__Action item__.
Please transcribe exactly, and only, the lines of the data below between the line holding "Before and after" and the line holding "Also in this", inclusive.
»»
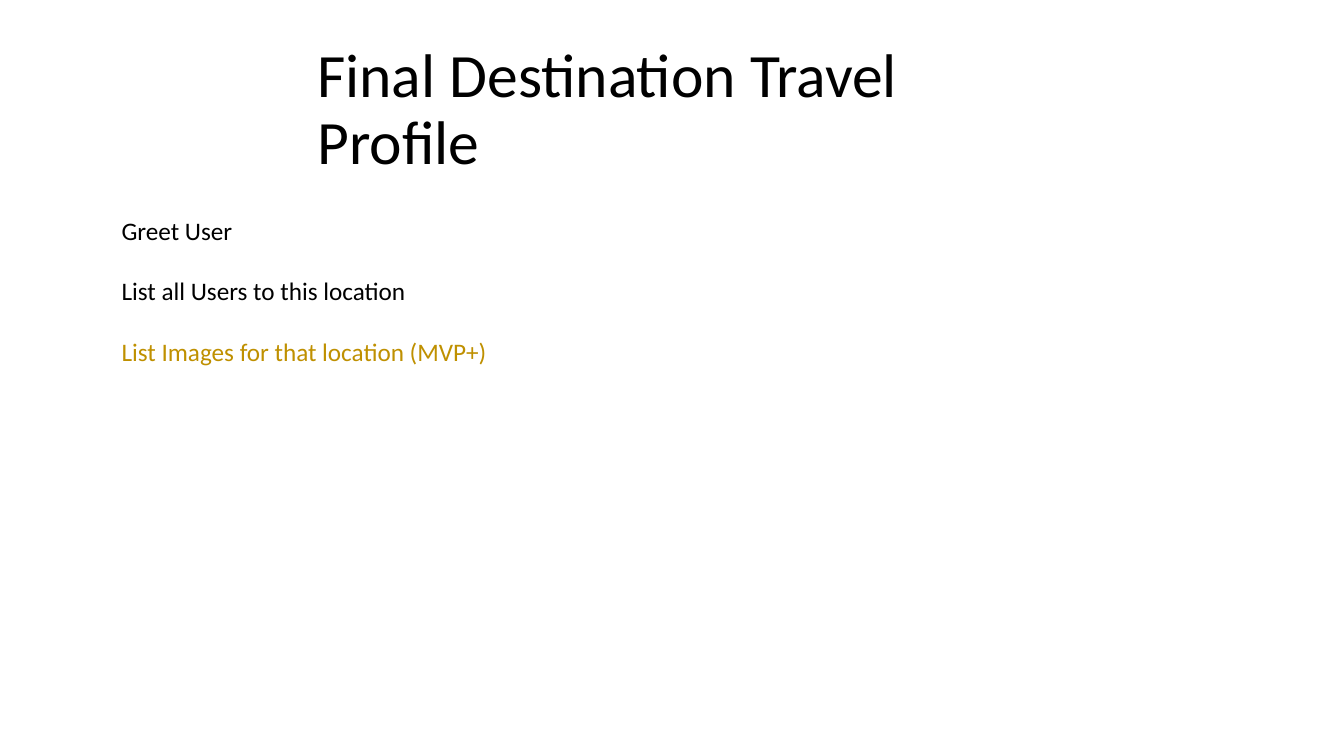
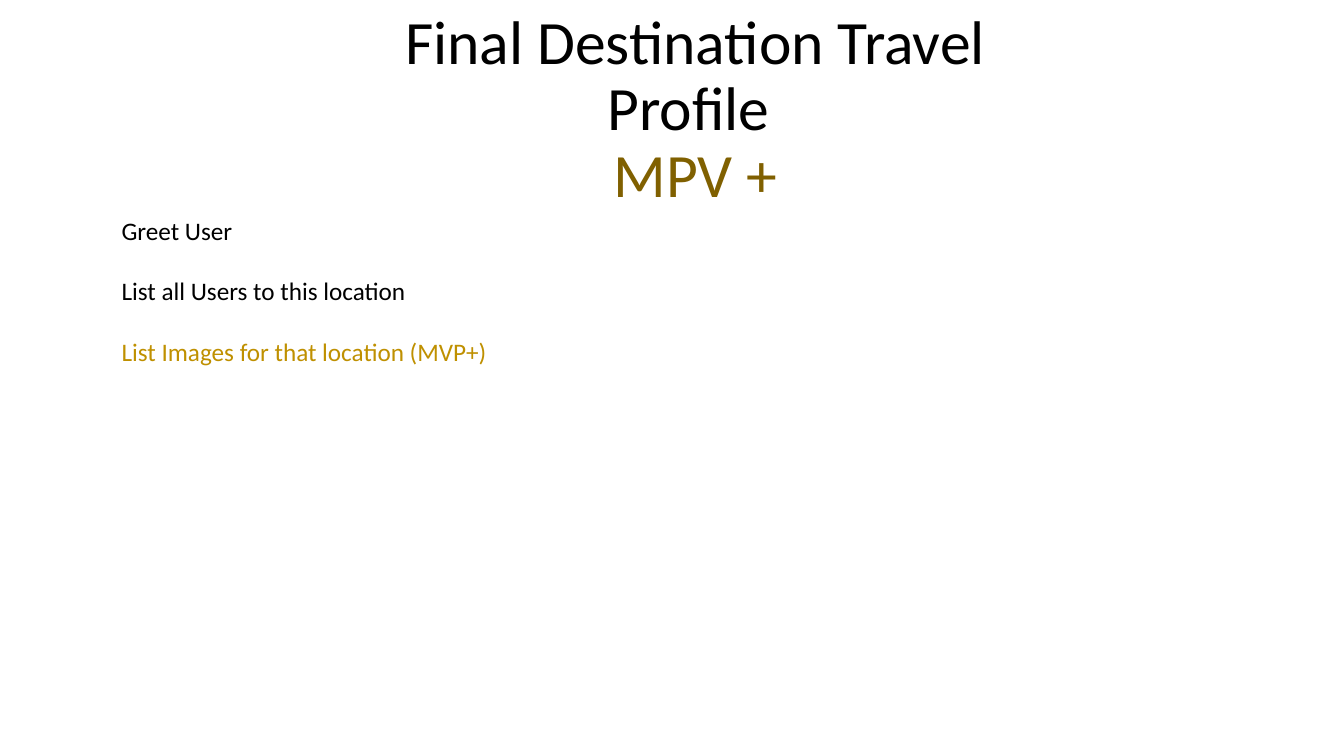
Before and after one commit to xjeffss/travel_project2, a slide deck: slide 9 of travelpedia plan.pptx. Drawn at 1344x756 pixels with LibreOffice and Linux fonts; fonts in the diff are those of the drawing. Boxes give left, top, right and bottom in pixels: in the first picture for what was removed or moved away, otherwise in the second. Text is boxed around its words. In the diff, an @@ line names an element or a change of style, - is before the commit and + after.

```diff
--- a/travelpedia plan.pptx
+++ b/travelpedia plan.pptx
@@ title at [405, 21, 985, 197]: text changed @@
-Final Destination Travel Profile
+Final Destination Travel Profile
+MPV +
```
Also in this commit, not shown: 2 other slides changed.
««
»»
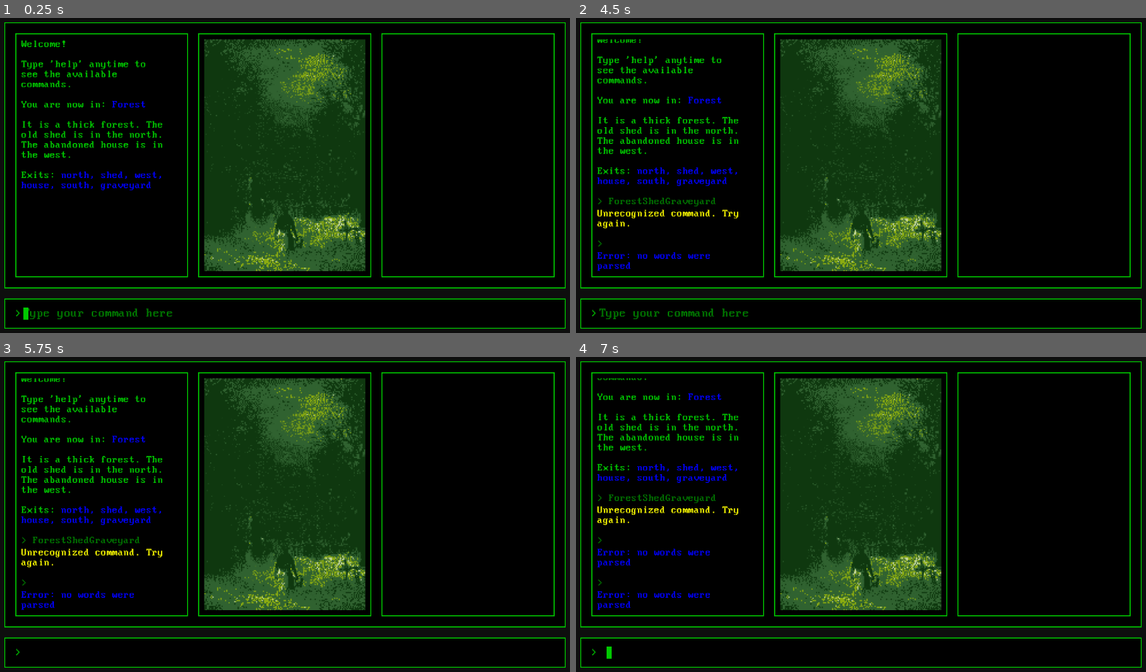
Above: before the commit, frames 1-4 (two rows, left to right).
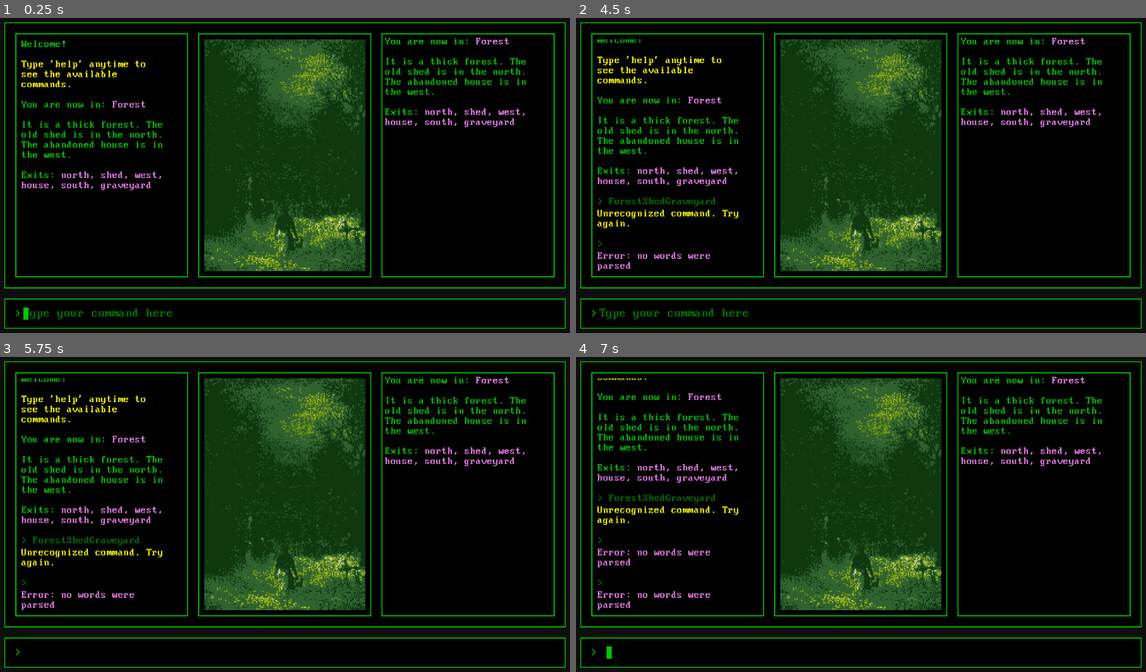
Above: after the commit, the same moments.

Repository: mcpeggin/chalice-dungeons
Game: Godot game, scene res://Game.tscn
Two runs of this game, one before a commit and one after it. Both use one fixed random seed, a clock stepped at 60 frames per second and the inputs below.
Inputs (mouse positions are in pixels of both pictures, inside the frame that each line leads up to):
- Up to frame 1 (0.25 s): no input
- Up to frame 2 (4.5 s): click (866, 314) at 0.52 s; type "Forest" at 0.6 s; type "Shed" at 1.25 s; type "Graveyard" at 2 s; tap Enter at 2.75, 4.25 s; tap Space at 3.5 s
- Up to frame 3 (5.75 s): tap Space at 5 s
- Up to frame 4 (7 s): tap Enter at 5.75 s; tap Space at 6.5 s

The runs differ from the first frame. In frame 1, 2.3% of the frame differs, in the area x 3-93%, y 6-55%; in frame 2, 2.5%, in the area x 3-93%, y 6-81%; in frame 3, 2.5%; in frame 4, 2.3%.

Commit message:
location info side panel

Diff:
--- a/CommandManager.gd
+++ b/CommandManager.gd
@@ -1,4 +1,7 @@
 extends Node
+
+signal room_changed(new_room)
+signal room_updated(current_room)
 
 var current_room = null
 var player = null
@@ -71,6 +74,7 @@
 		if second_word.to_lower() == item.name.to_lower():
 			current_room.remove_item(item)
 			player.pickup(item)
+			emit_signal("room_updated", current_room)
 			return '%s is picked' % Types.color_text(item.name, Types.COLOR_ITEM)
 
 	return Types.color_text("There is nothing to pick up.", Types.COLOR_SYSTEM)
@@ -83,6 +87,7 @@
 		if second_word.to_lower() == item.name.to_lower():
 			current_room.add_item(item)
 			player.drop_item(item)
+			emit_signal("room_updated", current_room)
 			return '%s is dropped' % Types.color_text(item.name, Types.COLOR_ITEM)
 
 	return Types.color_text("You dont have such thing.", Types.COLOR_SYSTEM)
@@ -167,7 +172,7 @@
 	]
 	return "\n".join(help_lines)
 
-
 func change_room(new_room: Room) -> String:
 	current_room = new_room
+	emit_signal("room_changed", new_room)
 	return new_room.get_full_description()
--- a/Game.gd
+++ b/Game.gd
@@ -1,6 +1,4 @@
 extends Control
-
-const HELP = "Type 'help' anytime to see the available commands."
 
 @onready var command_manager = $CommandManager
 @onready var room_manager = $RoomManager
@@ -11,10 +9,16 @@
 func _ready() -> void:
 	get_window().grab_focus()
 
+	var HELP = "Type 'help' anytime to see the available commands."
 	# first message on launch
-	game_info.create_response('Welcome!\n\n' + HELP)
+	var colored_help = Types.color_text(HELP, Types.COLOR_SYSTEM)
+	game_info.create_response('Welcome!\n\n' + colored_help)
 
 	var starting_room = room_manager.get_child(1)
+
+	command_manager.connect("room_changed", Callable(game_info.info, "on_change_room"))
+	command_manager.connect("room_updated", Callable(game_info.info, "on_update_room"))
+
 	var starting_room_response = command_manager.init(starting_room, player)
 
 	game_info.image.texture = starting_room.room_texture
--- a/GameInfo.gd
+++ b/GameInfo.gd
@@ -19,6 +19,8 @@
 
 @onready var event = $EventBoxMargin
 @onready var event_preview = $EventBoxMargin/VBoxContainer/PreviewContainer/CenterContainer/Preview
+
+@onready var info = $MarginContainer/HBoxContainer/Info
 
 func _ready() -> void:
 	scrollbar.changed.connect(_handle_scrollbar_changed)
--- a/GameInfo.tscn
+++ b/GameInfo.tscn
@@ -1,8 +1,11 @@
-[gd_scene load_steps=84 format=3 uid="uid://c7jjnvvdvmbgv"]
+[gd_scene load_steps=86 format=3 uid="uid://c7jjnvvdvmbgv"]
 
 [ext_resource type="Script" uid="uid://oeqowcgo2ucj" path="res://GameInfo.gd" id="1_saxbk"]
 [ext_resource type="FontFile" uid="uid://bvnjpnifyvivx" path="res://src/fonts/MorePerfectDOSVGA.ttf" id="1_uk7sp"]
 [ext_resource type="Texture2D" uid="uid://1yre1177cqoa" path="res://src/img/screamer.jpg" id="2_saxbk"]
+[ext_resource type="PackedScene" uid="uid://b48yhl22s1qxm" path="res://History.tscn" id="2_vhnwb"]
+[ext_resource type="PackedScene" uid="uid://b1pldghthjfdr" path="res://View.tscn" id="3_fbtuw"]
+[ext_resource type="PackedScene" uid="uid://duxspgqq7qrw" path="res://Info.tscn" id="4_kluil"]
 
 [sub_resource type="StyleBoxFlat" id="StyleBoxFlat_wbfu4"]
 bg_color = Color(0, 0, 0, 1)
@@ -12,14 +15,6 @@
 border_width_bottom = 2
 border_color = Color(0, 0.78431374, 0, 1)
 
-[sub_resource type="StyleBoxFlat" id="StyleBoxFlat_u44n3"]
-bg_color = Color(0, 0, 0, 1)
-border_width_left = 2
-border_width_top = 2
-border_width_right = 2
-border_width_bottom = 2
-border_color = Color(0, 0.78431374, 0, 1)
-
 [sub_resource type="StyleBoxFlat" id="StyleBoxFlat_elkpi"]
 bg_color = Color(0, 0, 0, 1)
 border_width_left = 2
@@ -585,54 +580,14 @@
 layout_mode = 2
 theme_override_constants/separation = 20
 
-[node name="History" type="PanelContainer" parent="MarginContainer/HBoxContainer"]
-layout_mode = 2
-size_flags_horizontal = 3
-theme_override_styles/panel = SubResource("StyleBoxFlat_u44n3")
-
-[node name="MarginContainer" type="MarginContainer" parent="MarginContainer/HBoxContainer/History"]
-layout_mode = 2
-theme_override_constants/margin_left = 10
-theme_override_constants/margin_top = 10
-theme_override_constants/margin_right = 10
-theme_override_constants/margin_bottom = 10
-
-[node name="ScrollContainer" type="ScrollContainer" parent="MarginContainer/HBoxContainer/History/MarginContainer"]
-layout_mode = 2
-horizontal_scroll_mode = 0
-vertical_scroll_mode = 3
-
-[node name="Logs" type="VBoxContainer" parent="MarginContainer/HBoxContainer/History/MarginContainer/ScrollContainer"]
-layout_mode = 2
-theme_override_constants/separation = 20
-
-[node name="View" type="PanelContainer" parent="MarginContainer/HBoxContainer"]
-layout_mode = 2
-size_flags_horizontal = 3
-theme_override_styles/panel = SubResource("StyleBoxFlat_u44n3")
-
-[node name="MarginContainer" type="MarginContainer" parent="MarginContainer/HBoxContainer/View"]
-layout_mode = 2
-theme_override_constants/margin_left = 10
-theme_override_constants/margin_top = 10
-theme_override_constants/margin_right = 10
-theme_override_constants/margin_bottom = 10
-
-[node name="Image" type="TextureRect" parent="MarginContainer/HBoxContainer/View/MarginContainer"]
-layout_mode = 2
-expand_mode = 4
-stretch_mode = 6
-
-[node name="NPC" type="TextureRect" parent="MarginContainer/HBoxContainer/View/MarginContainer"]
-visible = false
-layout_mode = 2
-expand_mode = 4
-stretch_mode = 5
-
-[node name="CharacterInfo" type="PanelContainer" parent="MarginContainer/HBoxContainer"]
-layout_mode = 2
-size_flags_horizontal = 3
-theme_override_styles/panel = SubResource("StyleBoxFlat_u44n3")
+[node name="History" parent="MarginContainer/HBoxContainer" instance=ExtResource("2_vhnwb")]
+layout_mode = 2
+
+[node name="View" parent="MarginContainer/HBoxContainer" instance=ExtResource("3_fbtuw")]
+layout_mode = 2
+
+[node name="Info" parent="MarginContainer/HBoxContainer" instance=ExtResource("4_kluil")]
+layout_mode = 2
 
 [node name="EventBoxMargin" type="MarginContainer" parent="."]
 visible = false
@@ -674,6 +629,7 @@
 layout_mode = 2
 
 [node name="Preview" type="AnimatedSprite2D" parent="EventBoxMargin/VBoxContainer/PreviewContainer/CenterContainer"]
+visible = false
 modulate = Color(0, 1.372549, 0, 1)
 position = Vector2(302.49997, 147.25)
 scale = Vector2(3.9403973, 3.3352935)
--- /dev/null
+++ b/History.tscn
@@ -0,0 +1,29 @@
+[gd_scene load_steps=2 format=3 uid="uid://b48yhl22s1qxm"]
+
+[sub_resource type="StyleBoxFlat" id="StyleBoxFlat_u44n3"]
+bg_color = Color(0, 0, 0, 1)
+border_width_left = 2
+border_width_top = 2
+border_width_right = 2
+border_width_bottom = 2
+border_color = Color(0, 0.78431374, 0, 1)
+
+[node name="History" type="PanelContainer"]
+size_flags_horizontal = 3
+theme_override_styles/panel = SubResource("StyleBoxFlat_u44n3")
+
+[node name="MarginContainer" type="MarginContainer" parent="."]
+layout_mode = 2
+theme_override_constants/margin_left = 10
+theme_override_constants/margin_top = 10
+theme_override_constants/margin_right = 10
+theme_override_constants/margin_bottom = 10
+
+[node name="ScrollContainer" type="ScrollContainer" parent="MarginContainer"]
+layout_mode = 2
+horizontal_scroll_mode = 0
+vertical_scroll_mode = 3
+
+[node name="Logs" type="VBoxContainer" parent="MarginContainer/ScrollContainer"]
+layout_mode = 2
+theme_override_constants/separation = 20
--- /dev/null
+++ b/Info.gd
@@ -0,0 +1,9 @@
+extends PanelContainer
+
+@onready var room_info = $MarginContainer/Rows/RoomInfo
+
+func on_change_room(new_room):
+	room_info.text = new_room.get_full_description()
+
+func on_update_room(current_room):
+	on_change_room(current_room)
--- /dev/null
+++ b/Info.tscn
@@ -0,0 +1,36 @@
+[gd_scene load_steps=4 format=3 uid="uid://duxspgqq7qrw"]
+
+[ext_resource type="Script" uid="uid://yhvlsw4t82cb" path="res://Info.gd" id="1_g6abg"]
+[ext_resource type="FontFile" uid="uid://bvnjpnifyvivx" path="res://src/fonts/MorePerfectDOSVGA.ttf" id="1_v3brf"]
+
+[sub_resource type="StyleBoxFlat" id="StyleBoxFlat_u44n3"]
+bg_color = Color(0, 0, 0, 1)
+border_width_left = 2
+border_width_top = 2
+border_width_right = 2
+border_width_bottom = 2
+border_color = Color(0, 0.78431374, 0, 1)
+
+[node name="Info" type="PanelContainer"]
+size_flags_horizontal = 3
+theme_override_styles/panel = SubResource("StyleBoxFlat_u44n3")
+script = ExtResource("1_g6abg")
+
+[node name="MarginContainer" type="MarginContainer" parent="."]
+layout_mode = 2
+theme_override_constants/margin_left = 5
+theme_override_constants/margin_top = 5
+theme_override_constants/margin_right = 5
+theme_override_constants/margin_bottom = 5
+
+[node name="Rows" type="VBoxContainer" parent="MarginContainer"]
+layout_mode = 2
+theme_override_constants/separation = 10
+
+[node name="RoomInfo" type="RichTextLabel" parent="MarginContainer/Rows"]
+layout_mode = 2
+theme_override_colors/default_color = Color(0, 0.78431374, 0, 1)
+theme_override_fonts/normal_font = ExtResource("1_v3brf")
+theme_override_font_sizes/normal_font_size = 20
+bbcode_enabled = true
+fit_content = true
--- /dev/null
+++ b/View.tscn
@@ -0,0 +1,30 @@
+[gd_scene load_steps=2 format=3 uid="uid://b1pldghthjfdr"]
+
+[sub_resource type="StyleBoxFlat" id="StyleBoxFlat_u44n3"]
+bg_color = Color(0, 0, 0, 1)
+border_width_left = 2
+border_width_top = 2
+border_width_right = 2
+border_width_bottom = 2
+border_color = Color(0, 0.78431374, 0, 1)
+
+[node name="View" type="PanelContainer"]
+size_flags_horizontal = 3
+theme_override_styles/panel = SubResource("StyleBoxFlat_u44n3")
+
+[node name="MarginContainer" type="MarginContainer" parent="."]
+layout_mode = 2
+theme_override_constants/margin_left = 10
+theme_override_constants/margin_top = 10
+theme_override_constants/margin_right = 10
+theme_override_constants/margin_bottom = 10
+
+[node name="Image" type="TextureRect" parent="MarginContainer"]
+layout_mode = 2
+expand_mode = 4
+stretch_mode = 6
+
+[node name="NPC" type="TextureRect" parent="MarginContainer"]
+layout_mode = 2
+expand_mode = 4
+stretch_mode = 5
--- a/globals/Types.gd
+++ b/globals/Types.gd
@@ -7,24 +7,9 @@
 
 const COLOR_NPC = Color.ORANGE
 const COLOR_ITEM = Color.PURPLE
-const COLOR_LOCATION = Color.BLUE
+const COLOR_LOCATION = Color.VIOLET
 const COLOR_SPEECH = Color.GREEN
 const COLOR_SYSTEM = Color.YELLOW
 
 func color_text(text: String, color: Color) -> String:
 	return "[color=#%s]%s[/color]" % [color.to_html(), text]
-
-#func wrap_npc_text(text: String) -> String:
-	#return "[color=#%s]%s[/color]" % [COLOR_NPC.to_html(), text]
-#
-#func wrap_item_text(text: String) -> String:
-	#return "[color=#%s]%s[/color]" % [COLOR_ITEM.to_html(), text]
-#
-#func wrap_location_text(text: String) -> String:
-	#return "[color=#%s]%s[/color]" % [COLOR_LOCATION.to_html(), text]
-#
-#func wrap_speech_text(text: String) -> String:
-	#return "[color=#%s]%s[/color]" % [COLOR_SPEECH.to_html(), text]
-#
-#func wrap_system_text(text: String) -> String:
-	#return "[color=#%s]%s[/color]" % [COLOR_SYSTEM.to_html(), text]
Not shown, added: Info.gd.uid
««
__Result__.
Before and after one commit to xjeffss/travel_project2, a slide deck: slide 9 of travelpedia plan.pptx. Drawn at 1344x756 pixels with LibreOffice and Linux fonts; fonts in the diff are those of the drawing. Boxes give left, top, right and bottom in pixels: in the first picture for what was removed or moved away, otherwise in the second. Text is boxed around its words. In the diff, an @@ line names an element or a change of style, - is before the commit and + after.

```diff
--- a/travelpedia plan.pptx
+++ b/travelpedia plan.pptx
@@ title at [405, 21, 985, 197]: text changed @@
-Final Destination Travel Profile
+Final Destination Travel Profile
+MPV +
```
Also in this commit, not shown: 2 other slides changed.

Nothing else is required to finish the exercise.